The sky is only possible like this with the filters. This is why he's a pro.

on the photo itself: like the composition - the clouds on the right are a great bonus 

Bret


----------



## Guest (Oct 11, 2011)

Really superb photo :thumb:

Out of interest, would the photo look much different without the 0.9ND and reducing the exposure time by 3 stops? I understand that a longer exposure time will cause a greater blurring/smoothing effect on anything moving. Would it have any other effect?


----------



## bretti_kivi (Apr 22, 2008)

smooth the clouds, the waves, the grass... there's a lot moving in this kind of shot. I'd also suspect that the sea would not look natural at 4s or so. Which is crazy... 

Bret


----------



## MR Ray (Jun 29, 2007)

bretti_kivi said:


> This stuff is *really* hard to do as the sun is just on the edge of blowout and you have one, maybe two shots at it. It's 13s @ f18 @ ISO100, if I read the EXIFs right; reduce the 13 by three stops for the .9ND.
> 
> f18 means at 25mm you can focus at 3m and everything's sharp.
> 
> ...


so in English 

13 seconds - 13 deduced by 3 stops is 10 seconds? correct???
f18
ISO 100

now somebody tell me about filters please :thumb:


----------



## Leemack (Mar 6, 2009)

Nice shot mate


----------



## bretti_kivi (Apr 22, 2008)

Hard grad line is normally that, hard. A soft one changes over maybe 2-3mm. Filter pics: http://teamworkphoto.com/shop/index...7_78_767_277&zenid=f4gfp8bjv4ul7us85h54hetas2
The really difficult bit is not necessarily the exposure for most of the pic, it's making sure the sun doesn't blow out. And I suspect very strongly that a lot of the detail has been dragged back in PP....

Bret


----------



## MR Ray (Jun 29, 2007)

Wow

thats some info there. 

I fully understand all that now but now do you decide on the setting to use or you just bracket every photo until you get the picture you want?


----------



## bretti_kivi (Apr 22, 2008)

nope. I'd personally work with the approximate exposure and then work out what happens with the ND and then take it so far down that the sun is no longer blown out. I didn't do this in June and it's extremely annoying that I have an otherwise excellent shot with a blown-out sun. Even 1/500 might not be fast enough.

Checking the histogram for blinkies would have solved this one - it was at 4am and I had time to re-take, but I didn't do it.

Bret


----------



## MR Ray (Jun 29, 2007)

that's interesting.

I sometimes struggle to get everything exposed correctly and im finding it difficult with my ageing Nikon D50 tiny screen


----------



## bretti_kivi (Apr 22, 2008)

doesn't matter - if it's blown, it's blown and *you can't get it back*. There's detail in RAWs you can barely imagine, in the dark bits - but blown is gone.

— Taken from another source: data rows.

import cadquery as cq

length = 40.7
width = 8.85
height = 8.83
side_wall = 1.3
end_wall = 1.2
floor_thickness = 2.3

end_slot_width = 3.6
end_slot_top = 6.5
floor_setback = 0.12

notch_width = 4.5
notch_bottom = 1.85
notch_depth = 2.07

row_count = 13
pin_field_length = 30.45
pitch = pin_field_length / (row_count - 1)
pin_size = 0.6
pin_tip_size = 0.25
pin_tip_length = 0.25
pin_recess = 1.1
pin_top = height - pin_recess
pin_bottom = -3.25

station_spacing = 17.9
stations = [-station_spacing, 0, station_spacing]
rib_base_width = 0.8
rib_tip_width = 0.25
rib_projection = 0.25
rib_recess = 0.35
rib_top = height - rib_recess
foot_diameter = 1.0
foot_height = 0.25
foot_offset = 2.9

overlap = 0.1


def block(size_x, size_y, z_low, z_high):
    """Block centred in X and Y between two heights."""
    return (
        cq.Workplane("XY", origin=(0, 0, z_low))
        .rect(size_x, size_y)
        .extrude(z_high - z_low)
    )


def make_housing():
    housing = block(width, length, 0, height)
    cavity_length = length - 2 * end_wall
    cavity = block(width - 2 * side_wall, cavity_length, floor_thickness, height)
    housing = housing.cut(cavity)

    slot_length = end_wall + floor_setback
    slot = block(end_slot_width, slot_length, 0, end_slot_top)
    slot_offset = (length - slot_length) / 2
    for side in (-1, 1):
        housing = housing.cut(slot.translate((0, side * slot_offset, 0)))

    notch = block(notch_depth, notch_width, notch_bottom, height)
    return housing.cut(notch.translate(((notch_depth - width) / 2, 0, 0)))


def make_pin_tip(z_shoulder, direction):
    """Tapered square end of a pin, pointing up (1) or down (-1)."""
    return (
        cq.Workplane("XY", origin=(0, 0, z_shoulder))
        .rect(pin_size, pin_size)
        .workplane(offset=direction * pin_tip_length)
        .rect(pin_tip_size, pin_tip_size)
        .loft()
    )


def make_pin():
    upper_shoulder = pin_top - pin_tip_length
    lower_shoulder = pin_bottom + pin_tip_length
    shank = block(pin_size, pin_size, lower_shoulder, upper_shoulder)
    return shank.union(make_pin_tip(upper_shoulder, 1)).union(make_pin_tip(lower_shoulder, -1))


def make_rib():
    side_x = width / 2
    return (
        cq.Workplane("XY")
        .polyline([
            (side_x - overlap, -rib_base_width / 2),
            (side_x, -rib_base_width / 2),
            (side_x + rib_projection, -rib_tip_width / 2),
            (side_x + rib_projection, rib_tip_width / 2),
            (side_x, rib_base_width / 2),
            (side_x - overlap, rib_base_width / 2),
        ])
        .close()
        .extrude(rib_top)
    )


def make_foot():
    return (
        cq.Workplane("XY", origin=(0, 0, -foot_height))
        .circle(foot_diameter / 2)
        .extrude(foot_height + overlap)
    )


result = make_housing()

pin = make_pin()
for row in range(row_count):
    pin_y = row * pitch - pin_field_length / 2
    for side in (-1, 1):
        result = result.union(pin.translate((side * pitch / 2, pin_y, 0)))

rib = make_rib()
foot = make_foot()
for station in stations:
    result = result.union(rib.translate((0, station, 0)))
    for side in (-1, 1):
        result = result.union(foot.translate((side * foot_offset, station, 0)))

Histograms will tell you this, as will the "blown highlights" or "shadows" blinkies. Set them, use them, they can help enormously.

Bret


----------



## maestegman (Mar 3, 2011)

Beautiful image


----------



## MR Ray (Jun 29, 2007)

bretti_kivi said:


> doesn't matter - if it's blown, it's blown and *you can't get it back*. There's detail in RAWs you can barely imagine, in the dark bits - but blown is gone.
> 
> Histograms will tell you this, as will the "blown highlights" or "shadows" blinkies. Set them, use them, they can help enormously.
> 
> Bret


Time for some YouTube video to learn how to save an over exposed photo but i don't think my photoshop opens NEF (Nikon)


----------



## Guest (Oct 12, 2011)

Photoshop should open NEF. In fact, it should pop up with ACR (Adobe Camera Raw) which is great for tweaking all sorts of setting before converting it to Photoshop's own format.

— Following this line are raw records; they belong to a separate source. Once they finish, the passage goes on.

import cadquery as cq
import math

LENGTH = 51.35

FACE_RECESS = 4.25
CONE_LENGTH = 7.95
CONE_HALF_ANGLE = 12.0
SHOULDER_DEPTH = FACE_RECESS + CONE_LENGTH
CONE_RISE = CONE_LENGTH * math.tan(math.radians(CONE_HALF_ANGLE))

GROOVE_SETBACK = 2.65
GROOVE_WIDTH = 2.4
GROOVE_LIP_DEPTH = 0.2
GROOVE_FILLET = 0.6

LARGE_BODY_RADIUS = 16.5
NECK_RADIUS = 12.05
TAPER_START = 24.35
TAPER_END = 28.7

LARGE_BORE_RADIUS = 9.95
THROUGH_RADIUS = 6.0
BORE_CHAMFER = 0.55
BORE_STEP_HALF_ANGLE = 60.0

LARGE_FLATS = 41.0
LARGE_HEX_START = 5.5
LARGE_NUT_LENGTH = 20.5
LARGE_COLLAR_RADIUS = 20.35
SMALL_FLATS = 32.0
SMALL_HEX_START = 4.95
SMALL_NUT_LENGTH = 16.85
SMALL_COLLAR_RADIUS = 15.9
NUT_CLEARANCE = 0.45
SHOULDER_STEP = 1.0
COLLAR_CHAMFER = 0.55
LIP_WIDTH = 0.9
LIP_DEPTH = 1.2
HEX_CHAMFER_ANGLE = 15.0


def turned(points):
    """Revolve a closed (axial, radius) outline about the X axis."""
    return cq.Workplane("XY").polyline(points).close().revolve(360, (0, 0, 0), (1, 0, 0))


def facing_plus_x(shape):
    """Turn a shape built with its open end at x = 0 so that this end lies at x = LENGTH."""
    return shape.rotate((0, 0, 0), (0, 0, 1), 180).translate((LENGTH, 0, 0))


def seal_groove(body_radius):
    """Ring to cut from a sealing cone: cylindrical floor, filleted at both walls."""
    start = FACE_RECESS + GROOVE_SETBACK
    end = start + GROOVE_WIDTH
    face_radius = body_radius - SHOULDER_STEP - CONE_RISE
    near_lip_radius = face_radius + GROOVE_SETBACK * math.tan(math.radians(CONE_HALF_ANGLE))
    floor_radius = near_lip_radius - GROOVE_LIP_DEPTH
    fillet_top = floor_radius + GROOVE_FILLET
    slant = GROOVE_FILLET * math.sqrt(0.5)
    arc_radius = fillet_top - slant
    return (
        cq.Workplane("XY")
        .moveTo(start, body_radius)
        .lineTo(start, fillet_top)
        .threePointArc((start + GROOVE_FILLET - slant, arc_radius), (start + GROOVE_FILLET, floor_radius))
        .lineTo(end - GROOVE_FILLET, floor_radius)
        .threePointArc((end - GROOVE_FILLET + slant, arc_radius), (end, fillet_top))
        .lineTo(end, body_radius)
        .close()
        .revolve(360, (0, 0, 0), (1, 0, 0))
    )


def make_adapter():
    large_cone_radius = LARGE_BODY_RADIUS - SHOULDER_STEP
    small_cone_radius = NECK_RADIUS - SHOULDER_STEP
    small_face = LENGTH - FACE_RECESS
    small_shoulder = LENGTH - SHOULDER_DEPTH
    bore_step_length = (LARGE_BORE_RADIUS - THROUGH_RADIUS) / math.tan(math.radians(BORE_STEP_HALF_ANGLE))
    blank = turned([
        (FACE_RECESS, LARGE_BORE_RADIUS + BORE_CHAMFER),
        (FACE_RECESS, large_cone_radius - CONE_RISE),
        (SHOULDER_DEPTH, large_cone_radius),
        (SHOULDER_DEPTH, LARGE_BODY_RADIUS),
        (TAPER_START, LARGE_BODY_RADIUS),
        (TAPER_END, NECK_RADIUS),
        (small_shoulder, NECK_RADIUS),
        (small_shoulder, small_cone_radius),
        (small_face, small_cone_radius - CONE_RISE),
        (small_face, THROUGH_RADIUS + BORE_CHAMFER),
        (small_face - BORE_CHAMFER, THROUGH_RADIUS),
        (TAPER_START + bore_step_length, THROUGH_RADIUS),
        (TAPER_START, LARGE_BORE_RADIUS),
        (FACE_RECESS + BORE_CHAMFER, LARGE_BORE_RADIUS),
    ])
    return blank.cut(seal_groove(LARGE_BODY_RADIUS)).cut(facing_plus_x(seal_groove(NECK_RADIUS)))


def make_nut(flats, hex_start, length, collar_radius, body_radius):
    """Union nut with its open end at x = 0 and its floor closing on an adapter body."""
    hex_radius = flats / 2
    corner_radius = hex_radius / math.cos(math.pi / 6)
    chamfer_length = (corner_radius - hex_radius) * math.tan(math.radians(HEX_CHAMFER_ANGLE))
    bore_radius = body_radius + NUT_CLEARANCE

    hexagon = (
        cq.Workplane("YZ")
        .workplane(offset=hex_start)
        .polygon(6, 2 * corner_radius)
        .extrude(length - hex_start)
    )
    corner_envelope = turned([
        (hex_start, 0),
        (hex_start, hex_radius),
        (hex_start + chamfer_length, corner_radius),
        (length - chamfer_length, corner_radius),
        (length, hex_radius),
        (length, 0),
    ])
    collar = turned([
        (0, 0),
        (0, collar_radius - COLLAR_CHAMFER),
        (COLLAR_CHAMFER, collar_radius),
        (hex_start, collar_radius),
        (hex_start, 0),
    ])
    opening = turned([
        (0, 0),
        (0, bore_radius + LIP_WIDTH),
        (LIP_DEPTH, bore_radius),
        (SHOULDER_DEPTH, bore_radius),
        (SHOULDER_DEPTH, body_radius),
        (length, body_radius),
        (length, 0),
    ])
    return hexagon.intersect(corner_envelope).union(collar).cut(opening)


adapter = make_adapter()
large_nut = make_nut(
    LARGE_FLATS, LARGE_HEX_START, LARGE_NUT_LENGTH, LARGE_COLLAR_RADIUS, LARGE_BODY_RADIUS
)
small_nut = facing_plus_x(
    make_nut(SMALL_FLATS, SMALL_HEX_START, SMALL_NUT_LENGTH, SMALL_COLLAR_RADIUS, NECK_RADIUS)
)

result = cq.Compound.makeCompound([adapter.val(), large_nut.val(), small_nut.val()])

Over-exposed and "blown" images are very different. In the later, you will just not be able to recover any detail.


----------



## n_d_fox (Apr 18, 2007)

Drew... cant say anything about this pic technically but i can say that it pushes my buttons... i'm a lover of autumnal colours, sunsets and anything with a bit of water in it so this just does it for me :thumb:


----------